Have You Heard of Slapped Cheek Syndrome?

Not all viral infections are serious. Some of them can be controlled by your immune system. One example of those is what’s known as slapped cheek syndrome. It got its name from the fact that one of its signs and symptoms is a bright red mark on the face that makes it seem like the person who has the viral infection has just been slapped on the cheeks.

Slapped cheek syndrome is more common in children, although everyone else at any age can become infected, too. The good news is this is a one-time infection only, meaning you are immune to it for the rest of your life after getting it.

Keep on reading to know some of the most important matters about slapped cheek syndrome, such as its cause, signs and symptoms, and treatment. Don’t forget to share this article on your various social media sites to get your family members and friends introduced to it, too.

The reason behind slapped cheek syndrome is a virus called parvovirus B19. Sometimes it is simply referred to by the name of the virus behind it, while other times medical authorities choose to refer to it as fifth disease.

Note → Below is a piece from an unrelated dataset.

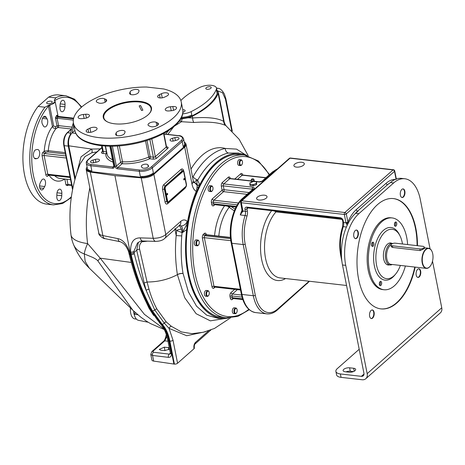 <?xml version="1.0" encoding="UTF-8"?>
<svg xmlns="http://www.w3.org/2000/svg" width="465" height="465" viewBox="0 0 465 465"><rect width="100%" height="100%" fill="white"/><g stroke="black" fill="none" stroke-linecap="round" stroke-linejoin="round"><path stroke-width="0.7" d="M187.011 226.193A2.889 0.605 36.3 0 0 186.773 226.042A2.889 0.605 36.3 0 0 186.134 225.694L182.466 232.587L186.663 229.617L187.011 226.193L188.244 221.991A83.84 44.977 96.5 0 1 196.864 191.906L198.305 187.354L199.776 184.762L197.642 180.286A2.889 1.988 -4.1 0 1 196.817 180.391L197.003 179.676L194.358 182.303L193.609 182.181M187.221 225.502A82.875 44.46 96.5 0 0 186.663 229.617A82.875 44.46 96.5 0 0 223.781 318.415A82.875 44.46 96.5 0 0 228.588 317.99M247.078 155.479A82.875 44.46 96.5 0 0 242.498 153.991A82.875 44.46 96.5 0 0 199.776 184.762M237.702 154.409A81.886 43.931 96.5 0 0 235.197 154.496A81.886 43.931 96.5 0 0 216.335 163.448A81.886 43.931 96.5 0 0 186.064 248.38A81.886 43.931 96.5 0 0 216.789 316.281A81.886 43.931 96.5 0 0 219.207 316.927M196.864 191.906A2.889 1.163 22.7 0 1 196.282 191.347L197.131 186.831A2.889 1.802 -4.2 0 0 197.991 187.273A2.889 1.802 -4.2 0 0 198.305 187.354L198.45 187.017M186.134 225.694L187.558 221.805L187.192 221.387C185.215 219.457 183.059 219.457 180.728 221.387L165.784 234.587C162.471 237.109 158.274 238.336 153.2 238.272L140.215 237.888C133.472 237.836 130.276 242.573 130.619 252.1L131.153 254.651L130.13 254.535L129.532 251.978L130.619 252.1A2.447 1.011 173.2 0 0 133.868 251.42L134.025 252.559L136.681 250.217L138.425 242.306M188.244 221.991L187.558 221.805A84.857 45.523 -83.5 0 1 196.282 191.347C194.219 190.255 192.801 187.889 192.033 184.256L193.33 181.059L186.052 144.313A9.637 4.156 -11.2 0 0 185.43 143.226M179.682 225.194L181.164 225.973C182.478 227.397 182.914 229.605 182.466 232.587L182.059 232.587L181.472 229.262A3.854 1.569 -10 0 0 176.654 230.57A87.554 46.971 96.5 0 0 176.189 235.575C174.939 248.194 175.34 261.185 177.38 274.553L177.398 274.652C168.237 279.512 158.129 281.964 147.068 282.011L139.616 249.269C139.029 246.136 139.796 243.643 141.93 241.788L147.608 241.149M174.863 228.89L176.189 235.575L181.763 235.929C180.716 250.019 181.141 262.498 183.036 273.379L188.412 291.886L196.509 306.139L206.727 315.189L218.306 318.362L223.781 318.415M242.498 153.991L238.475 153.101L228.484 153.043A4.278 3.557 -101.2 0 1 225.304 148.451A87.554 46.971 96.5 0 0 193.115 176.677L192.551 177.142M197.939 188.563A82.875 44.46 96.5 0 1 199.752 184.808A2.889 1.941 -18.3 0 1 197.055 184.855L196.817 180.391M199.427 185.39L197.102 185.21L197.055 184.861A9.637 8.103 -92.5 0 0 194.358 182.303L197.102 185.21L197.131 186.831M86.484 168.132A9.637 4.156 -11.2 0 0 86.223 169.58A9.637 4.156 -11.2 0 0 90.291 172.044L114.942 175.665L141.232 177.839A9.637 4.156 -11.2 0 0 153.857 174.329L184.681 147.103A9.637 4.156 -11.2 0 0 186.052 144.313M89.821 170.667L89.989 171.521A7.225 3.116 168.8 0 1 86.63 169.632L86.461 168.778A7.225 3.116 -11.2 0 0 89.821 170.667L91.843 170.899A9.637 4.156 168.8 0 1 87.362 168.377L86.345 163.262A9.637 4.156 -11.2 0 0 90.826 165.778L91.843 170.899M89.989 171.521L142.511 177.496A7.225 3.116 168.8 0 0 152.299 174.892L184.617 146.353A7.225 3.116 168.8 0 0 185.645 144.26L185.477 143.406A7.225 3.116 -11.2 0 0 184.233 142.069M171.353 353.644A2.406 1.04 168.8 0 1 170.335 353.034L170.3 353.865L169.26 354.127A2.406 1.407 96.8 0 0 168.388 357.347C170.649 357.382 171.637 356.149 171.353 353.644L168.853 341.025C167.342 333.608 164.744 327.947 161.059 324.041L161.553 324.122L151.857 310.794A223.281 119.784 -83.5 0 1 130.624 254.611L114.942 175.665M133.868 251.42L137.466 243.044C139.628 241.457 141.395 240.783 142.772 241.01L142.772 241.01A5.783 3.005 -88.3 0 1 140.215 237.888M141.122 241.161A2.406 1.308 52 0 1 141.93 241.788L142.249 241.015M179.693 225.182A5.783 4.197 -131.5 0 0 179.711 225.17L179.711 225.17A5.783 4.197 -131.5 0 0 180.728 221.387M181.763 235.929A83.287 44.681 96.5 0 1 182.059 232.587L176.654 230.57L175.119 228.664M225.682 318.362L210.337 320.856L196.131 313.706L184.71 297.71L177.398 274.652A5.196 2.244 169.3 0 1 183.053 273.472M230.39 317.95L214.47 328.453L203.246 332.277L191.975 333.667L181.402 331.929L171.451 326.36L166.331 322.024L156.903 309.016C153.839 303.413 151.218 296.839 149.032 289.294L147.068 282.011L144.179 283.028L136.681 250.217A2.406 1.087 -12.2 0 1 139.616 249.269M171.451 326.36A2.406 1.93 -51.9 0 0 169.039 328.366L164.273 323.088L154.729 309.923L146.179 290.462L144.179 283.028M205.327 331.76L186.698 335.724L169.039 328.366L173.027 340.258A2.406 1.04 168.8 0 1 169.87 341.141L174.422 364.118L153.665 361.096L152.549 355.458L150.788 354.423L151.892 360.026A4.202 1.814 -11.2 0 0 153.665 361.096M245.636 154.903L236.546 149.12L225.304 148.451A69.814 37.45 -83.5 0 0 190.964 169.12M248.246 155.763L239.086 139.215L225.769 125.538C219.114 122.475 208.494 121.458 193.917 122.487L181.495 121.714L182.03 118.842L180.501 119.121M167.778 134.408L173.765 126.747M174.712 125.928L181.495 121.714A2.406 1.697 63.9 0 1 180.269 120.761L180.007 119.964M90.291 172.044L102.87 235.586C100.126 235.069 98.749 234.035 98.749 232.494M117.936 238.626L102.87 235.586A5.783 3.179 -78.6 0 0 104.962 238.65L120.022 241.69A5.783 3.179 101.4 0 1 117.936 238.626C122.847 239.655 126.713 244.108 129.532 251.978A2.494 0.814 -10.2 0 1 128.526 251.548L128.91 253.047A2.406 1.11 167.3 0 0 129.933 253.681M166.331 322.024A2.406 1.86 -43.7 0 0 164.273 323.088A2.406 1.86 136.1 0 1 162.076 324.157C165.778 328.063 168.377 333.725 169.87 341.141L169.347 341.107C167.842 333.69 165.244 328.034 161.553 324.122L162.076 324.157L152.381 310.829L151.363 310.713A223.252 119.767 -83.5 0 1 130.13 254.535A2.406 1.145 -13.6 0 1 129.107 253.896L128.91 253.047M173.027 340.258L177.578 363.235L194.027 348.709A2.406 1.04 -11.2 0 0 194.37 348.012A2.406 1.04 -11.2 0 0 194.3 347.843M194.027 348.709L193.957 348.361C193.62 345.844 194.126 343.856 195.474 342.391A2.406 1.75 48.5 0 1 195.056 343.961M177.578 363.235A2.406 1.04 168.8 0 1 174.422 364.118M193.957 348.361A2.406 1.04 -11.2 0 0 194.3 347.657C194.231 345.646 194.48 344.414 195.05 343.966L210.93 329.941M217.608 90.873L222.497 92.669L225.49 99.312L231.686 130.589M226.339 125.945C226.019 126.166 225.333 124.975 224.281 122.353L223.682 121.371C217.62 118.023 207.297 116.889 192.713 117.982L188.087 117.79L182.03 118.842M225.769 125.538A5.847 5.592 122.4 0 1 223.682 121.371L218.155 93.442A11.486 4.952 -11.2 0 0 218.294 92.105A11.486 4.952 -11.2 0 0 216.899 90.303M193.917 122.487A4.139 2.133 84.1 0 1 192.713 117.982L192.365 116.221A68.419 29.51 -11.2 0 0 218.155 93.442M188.087 117.79A11.486 4.952 -11.2 0 0 192.365 116.221M181.123 118.093A10.602 4.574 -11.2 0 0 191.993 115.878A67.454 29.097 -11.2 0 0 217.178 93.634A10.602 4.574 -11.2 0 0 217.312 92.378L216.463 88.112A10.602 4.574 -11.2 0 0 210.302 85.252A10.602 4.574 -11.2 0 0 199.758 87.484A67.454 29.097 -11.2 0 0 180.856 100.521M165.604 134.158L168.876 130.363M178.607 121.888L180.269 120.761M75.917 133.449L72.116 132.909L74.9 130.45M72.116 132.909L73.842 125.172A6.748 3.621 -83.5 0 1 73.848 125.149M75.249 178.269L68.82 145.818C68.047 140.645 69.041 136.437 71.802 133.205M76.708 173.375L81.009 156.85L91.611 149.062L100.289 148.893M163.924 328.871L144.377 314.323L100.208 258.174L87.606 243.579A38.543 13.491 172.8 0 1 70.982 234.825C68.111 210.221 71.192 186.506 80.224 163.68L85.043 156.531L91.878 152.735A3.615 2.569 74.8 0 0 91.611 149.062L68.82 145.818M142.238 293.671L149.015 308.202L153.665 315.468M169.562 349.116L164.825 350.587L160.809 350.238L159.251 349.418L164.285 347.169L169.289 347.744M170.335 353.028L167.836 340.409C166.278 332.899 163.732 327.296 160.198 323.599A2.406 1.86 -43.9 0 0 161.059 324.041C158.67 321.908 155.438 317.467 151.363 310.713A2.406 1.627 -29.3 0 1 150.352 310.079C141.348 293.95 134.269 275.222 129.107 253.89M167.836 340.415A2.406 1.035 -11.2 0 0 168.853 341.025L169.347 341.107L173.898 364.072M225.496 99.359A2.406 1.04 -11.2 0 0 225.845 98.661L224.374 94.052C222.276 90.437 220.305 88.548 218.469 88.391L218.48 88.397M69.669 136.693L72.633 125.033A6.748 3.621 -83.5 0 1 73.412 122.917M70.11 134.966A9.637 5.167 96.5 0 0 68.279 146.115L73.342 171.695A38.543 20.681 96.5 0 0 74.261 175.538L75.144 178.647M71.837 161.047L72.749 168.074A38.543 20.681 96.5 0 0 73.342 171.695L74.9 179.542M73.342 120.104L57.114 118.255A1.447 0.622 -11.2 0 0 55.556 118.523L55.527 117.604L56.521 115.558A5.783 2.494 -11.2 0 0 56.916 115.21A1.447 1.099 -135.1 0 0 58.433 116.581L58.602 116.936M56.916 115.21L57.939 116.419M58.061 116.285L55.201 101.823L49.604 105.526L53.655 125.998L55.341 126.776L57.015 125.899A1.447 0.593 -120.1 0 0 58.154 127.497A1.447 0.773 96.5 0 0 58.573 125.631L72.087 127.166M48.023 105.503A1.447 0.971 -138.4 0 1 48.447 106.218L49.604 105.526L49.47 104.933L44.954 107.223L38.089 106.444L48.656 97.109A54.928 29.464 -83.5 0 1 59.038 94.959L65.908 95.744A54.928 29.464 96.5 0 0 55.527 97.888C56.195 97.429 55.829 98.08 54.434 99.841L55.201 101.823M54.312 100.481L54.417 100.568C55.754 102.364 54.109 103.817 49.47 104.933M55.527 97.888L48.656 97.109M47.058 102.195A2.831 1.221 168.8 0 1 50.075 101.155A2.831 1.221 168.8 0 1 52.208 101.916A2.831 1.221 168.8 0 1 51.807 102.736A2.831 1.221 168.8 0 1 48.79 103.776A2.831 1.221 168.8 0 1 46.657 103.015A2.831 1.221 168.8 0 1 47.058 102.195M81.305 107.351A53.481 28.691 96.5 0 0 54.754 100.649A1.447 1.11 -123.4 0 0 54.434 99.841M71.383 196.765A53.481 28.691 96.5 0 1 34.125 178.415A53.481 28.691 96.5 0 1 48.447 106.218L52.458 126.492C52.952 127.962 54.161 128.625 56.096 128.474L58.154 127.497L71.418 129.008M55.341 126.776L56.096 128.474A27.947 14.99 96.5 0 0 48.279 150.689L44.239 151.148A30.835 16.542 -83.5 0 1 52.458 126.492A1.447 0.622 168.8 0 1 53.655 125.998M55.556 118.523L57.015 125.899A1.447 0.622 168.8 0 1 58.573 125.631L57.114 118.255L57.933 117.017A1.447 0.994 51.8 0 1 56.521 115.558M68.262 185.018L67.582 185.64L66.007 185.035L64.815 179.025M37.037 158.582L35.729 158.786A4.574 2.453 -83.5 0 1 35.375 158.792A4.574 2.453 -83.5 0 1 33.422 154.293A4.574 2.453 -83.5 0 1 36.055 149.701L37.363 149.503A4.574 2.453 -83.5 0 1 37.717 149.498A4.574 2.453 -83.5 0 1 39.67 153.996A4.574 2.453 -83.5 0 1 37.037 158.582L34.427 158.286M43.367 125.881L42.501 124.335A4.574 2.453 -83.5 0 1 42.222 119.156A4.574 2.453 -83.5 0 1 44.89 116.308A4.574 2.453 -83.5 0 1 46.25 117.378L47.116 118.93A4.574 2.453 -83.5 0 1 47.395 124.103A4.574 2.453 -83.5 0 1 44.721 126.951A4.574 2.453 -83.5 0 1 43.367 125.881M59.973 107.572L60.055 105.183A4.574 2.453 -83.5 0 1 63.06 100.26A4.574 2.453 -83.5 0 1 65.036 104.433L64.949 106.822A4.574 2.453 -83.5 0 1 61.944 111.745A4.574 2.453 -83.5 0 1 59.973 107.572M61.851 193.335L61.764 195.724A4.574 2.453 -83.5 0 1 58.759 200.648A4.574 2.453 -83.5 0 1 56.788 196.48L56.87 194.091A4.574 2.453 -83.5 0 1 59.875 189.162A4.574 2.453 -83.5 0 1 61.851 193.335L57.021 192.783M44.692 186.523L43.71 188.354A4.574 2.453 -83.5 0 1 41.542 189.958A4.574 2.453 -83.5 0 1 39.647 187.197A4.574 2.453 -83.5 0 1 40.42 182.466L41.402 180.635A4.574 2.453 -83.5 0 1 43.565 179.031A4.574 2.453 -83.5 0 1 45.46 181.792A4.574 2.453 -83.5 0 1 44.692 186.523L39.572 185.942M68.221 184.878L67.96 184.512L71.616 184.931M44.954 107.223A54.928 29.464 96.5 0 0 30.12 166.528A54.928 29.464 96.5 0 0 53.487 204.891L46.616 204.112A54.928 29.464 -83.5 0 1 23.25 165.749A54.928 29.464 -83.5 0 1 38.089 106.444M141.552 110.519L139.145 105.921L140.558 105.509L142.895 110.17L141.552 110.519M149.335 113.582A24.093 10.393 -11.2 0 0 151.073 108.345A24.093 10.393 -11.2 0 0 139.872 102.044A24.093 10.393 -11.2 0 0 115 106.032A24.093 10.393 -11.2 0 0 103.811 117.703A24.093 10.393 -11.2 0 0 107.415 121.882M146.609 87.031L163.79 88.984A54.928 23.692 -11.2 0 1 181.24 101.928A54.928 23.692 -11.2 0 1 131.961 135.838A54.928 23.692 -11.2 0 1 73.476 123.266A54.928 23.692 -11.2 0 1 146.609 87.031M140.325 176.415L142.342 176.648A7.225 3.116 -11.2 0 0 152.131 174.044L153.374 172.945A9.637 4.156 168.8 0 1 140.325 176.415L139.308 171.3A9.637 4.156 -11.2 0 0 152.363 167.824L153.374 172.945M87.1 167.069A7.225 3.116 -11.2 0 0 86.461 168.778M112.414 146.179L116.355 166.104A1.447 1.046 -131.5 0 0 117.819 167.522L139.64 170.004A8.672 3.743 -11.2 0 0 151.387 166.883A0.965 0.698 48.5 0 1 152.363 167.824L182.193 141.482A9.637 4.156 -11.2 0 0 183.565 138.686L184.576 143.807A9.637 4.156 168.8 0 1 183.204 146.597L184.448 145.499A7.225 3.116 -11.2 0 0 185.477 143.406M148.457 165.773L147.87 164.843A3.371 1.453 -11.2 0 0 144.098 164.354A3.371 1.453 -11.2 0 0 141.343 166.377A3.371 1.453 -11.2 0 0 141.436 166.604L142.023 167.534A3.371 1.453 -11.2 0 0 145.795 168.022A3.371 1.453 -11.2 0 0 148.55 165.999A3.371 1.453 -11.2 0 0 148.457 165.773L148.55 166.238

As one would suspect, a viral infection such as slapped cheek syndrome is highly contagious. It can easily spread from one person to the other by means of droplets. You can end up with it when someone who is infected coughs or sneezes right in front of you. You are also at higher risk if you are not fond of washing your hands.

There are many signs and symptoms of slapped cheek syndrome, although a well-known characteristic of such is the appearance of a bright red rash on both cheeks. However, it’s something that shows up a few days after other signs and symptoms have started appearing, which will be discussed later on.

Initially, slapped cheek syndrome causes signs and symptoms that are similar to the ones encountered during the common cold or flu. They include low-grade fever, a headache, sore throat, runny nose, an upset stomach and a general feeling of being unwell. Adults may also experience joint pain and stiffness which may linger for weeks or months even if all the other signs and symptoms have gone.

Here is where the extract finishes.